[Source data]
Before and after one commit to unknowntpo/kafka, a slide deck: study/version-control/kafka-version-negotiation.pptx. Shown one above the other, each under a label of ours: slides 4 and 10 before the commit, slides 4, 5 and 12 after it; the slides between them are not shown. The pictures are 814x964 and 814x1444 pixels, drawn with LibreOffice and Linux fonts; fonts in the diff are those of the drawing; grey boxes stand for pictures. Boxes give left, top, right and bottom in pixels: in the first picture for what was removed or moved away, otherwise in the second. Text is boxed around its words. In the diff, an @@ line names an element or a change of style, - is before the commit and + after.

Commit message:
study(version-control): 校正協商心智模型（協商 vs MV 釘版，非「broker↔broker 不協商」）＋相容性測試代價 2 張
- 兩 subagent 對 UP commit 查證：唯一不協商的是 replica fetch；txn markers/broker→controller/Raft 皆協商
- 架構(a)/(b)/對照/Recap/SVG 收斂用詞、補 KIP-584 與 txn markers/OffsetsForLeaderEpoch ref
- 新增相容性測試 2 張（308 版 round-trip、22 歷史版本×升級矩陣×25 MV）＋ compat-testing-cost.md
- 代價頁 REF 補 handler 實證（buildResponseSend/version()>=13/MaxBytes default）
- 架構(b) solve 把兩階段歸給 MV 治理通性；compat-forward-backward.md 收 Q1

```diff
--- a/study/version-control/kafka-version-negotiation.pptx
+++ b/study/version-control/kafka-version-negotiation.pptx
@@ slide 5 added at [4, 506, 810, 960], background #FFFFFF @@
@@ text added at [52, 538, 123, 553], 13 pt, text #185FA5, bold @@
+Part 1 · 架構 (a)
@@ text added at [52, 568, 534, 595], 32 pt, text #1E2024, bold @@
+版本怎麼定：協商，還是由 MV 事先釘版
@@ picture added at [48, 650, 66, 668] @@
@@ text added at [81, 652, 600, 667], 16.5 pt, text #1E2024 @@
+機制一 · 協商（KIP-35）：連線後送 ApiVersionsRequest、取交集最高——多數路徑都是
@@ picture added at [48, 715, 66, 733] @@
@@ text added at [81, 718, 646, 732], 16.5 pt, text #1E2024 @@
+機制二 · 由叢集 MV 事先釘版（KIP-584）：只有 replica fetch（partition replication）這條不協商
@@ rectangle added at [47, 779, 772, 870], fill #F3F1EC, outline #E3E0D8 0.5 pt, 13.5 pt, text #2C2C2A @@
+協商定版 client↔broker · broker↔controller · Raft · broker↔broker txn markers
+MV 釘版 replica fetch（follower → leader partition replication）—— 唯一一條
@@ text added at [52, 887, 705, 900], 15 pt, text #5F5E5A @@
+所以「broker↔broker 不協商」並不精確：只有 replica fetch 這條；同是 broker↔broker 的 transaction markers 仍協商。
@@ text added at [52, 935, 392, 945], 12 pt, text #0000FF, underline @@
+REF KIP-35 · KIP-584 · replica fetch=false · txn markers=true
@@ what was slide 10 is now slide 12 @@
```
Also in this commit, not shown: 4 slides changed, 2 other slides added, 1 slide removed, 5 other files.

### Task requirements
The records above must each be restated exactly as they stand.

### The completed task
Before and after one commit to unknowntpo/kafka, a slide deck: study/version-control/kafka-version-negotiation.pptx. Shown one above the other, each under a label of ours: slides 4 and 10 before the commit, slides 4, 5 and 12 after it; the slides between them are not shown. The pictures are 814x964 and 814x1444 pixels, drawn with LibreOffice and Linux fonts; fonts in the diff are those of the drawing; grey boxes stand for pictures. Boxes give left, top, right and bottom in pixels: in the first picture for what was removed or moved away, otherwise in the second. Text is boxed around its words. In the diff, an @@ line names an element or a change of style, - is before the commit and + after.

Commit message:
study(version-control): 校正協商心智模型（協商 vs MV 釘版，非「broker↔broker 不協商」）＋相容性測試代價 2 張
- 兩 subagent 對 UP commit 查證：唯一不協商的是 replica fetch；txn markers/broker→controller/Raft 皆協商
- 架構(a)/(b)/對照/Recap/SVG 收斂用詞、補 KIP-584 與 txn markers/OffsetsForLeaderEpoch ref
- 新增相容性測試 2 張（308 版 round-trip、22 歷史版本×升級矩陣×25 MV）＋ compat-testing-cost.md
- 代價頁 REF 補 handler 實證（buildResponseSend/version()>=13/MaxBytes default）
- 架構(b) solve 把兩階段歸給 MV 治理通性；compat-forward-backward.md 收 Q1

```diff
--- a/study/version-control/kafka-version-negotiation.pptx
+++ b/study/version-control/kafka-version-negotiation.pptx
@@ slide 5 added at [4, 506, 810, 960], background #FFFFFF @@
@@ text added at [52, 538, 123, 553], 13 pt, text #185FA5, bold @@
+Part 1 · 架構 (a)
@@ text added at [52, 568, 534, 595], 32 pt, text #1E2024, bold @@
+版本怎麼定：協商，還是由 MV 事先釘版
@@ picture added at [48, 650, 66, 668] @@
@@ text added at [81, 652, 600, 667], 16.5 pt, text #1E2024 @@
+機制一 · 協商（KIP-35）：連線後送 ApiVersionsRequest、取交集最高——多數路徑都是
@@ picture added at [48, 715, 66, 733] @@
@@ text added at [81, 718, 646, 732], 16.5 pt, text #1E2024 @@
+機制二 · 由叢集 MV 事先釘版（KIP-584）：只有 replica fetch（partition replication）這條不協商
@@ rectangle added at [47, 779, 772, 870], fill #F3F1EC, outline #E3E0D8 0.5 pt, 13.5 pt, text #2C2C2A @@
+協商定版 client↔broker · broker↔controller · Raft · broker↔broker txn markers
+MV 釘版 replica fetch（follower → leader partition replication）—— 唯一一條
@@ text added at [52, 887, 705, 900], 15 pt, text #5F5E5A @@
+所以「broker↔broker 不協商」並不精確：只有 replica fetch 這條；同是 broker↔broker 的 transaction markers 仍協商。
@@ text added at [52, 935, 392, 945], 12 pt, text #0000FF, underline @@
+REF KIP-35 · KIP-584 · replica fetch=false · txn markers=true
@@ what was slide 10 is now slide 12 @@
```
Also in this commit, not shown: 4 slides changed, 2 other slides added, 1 slide removed, 5 other files.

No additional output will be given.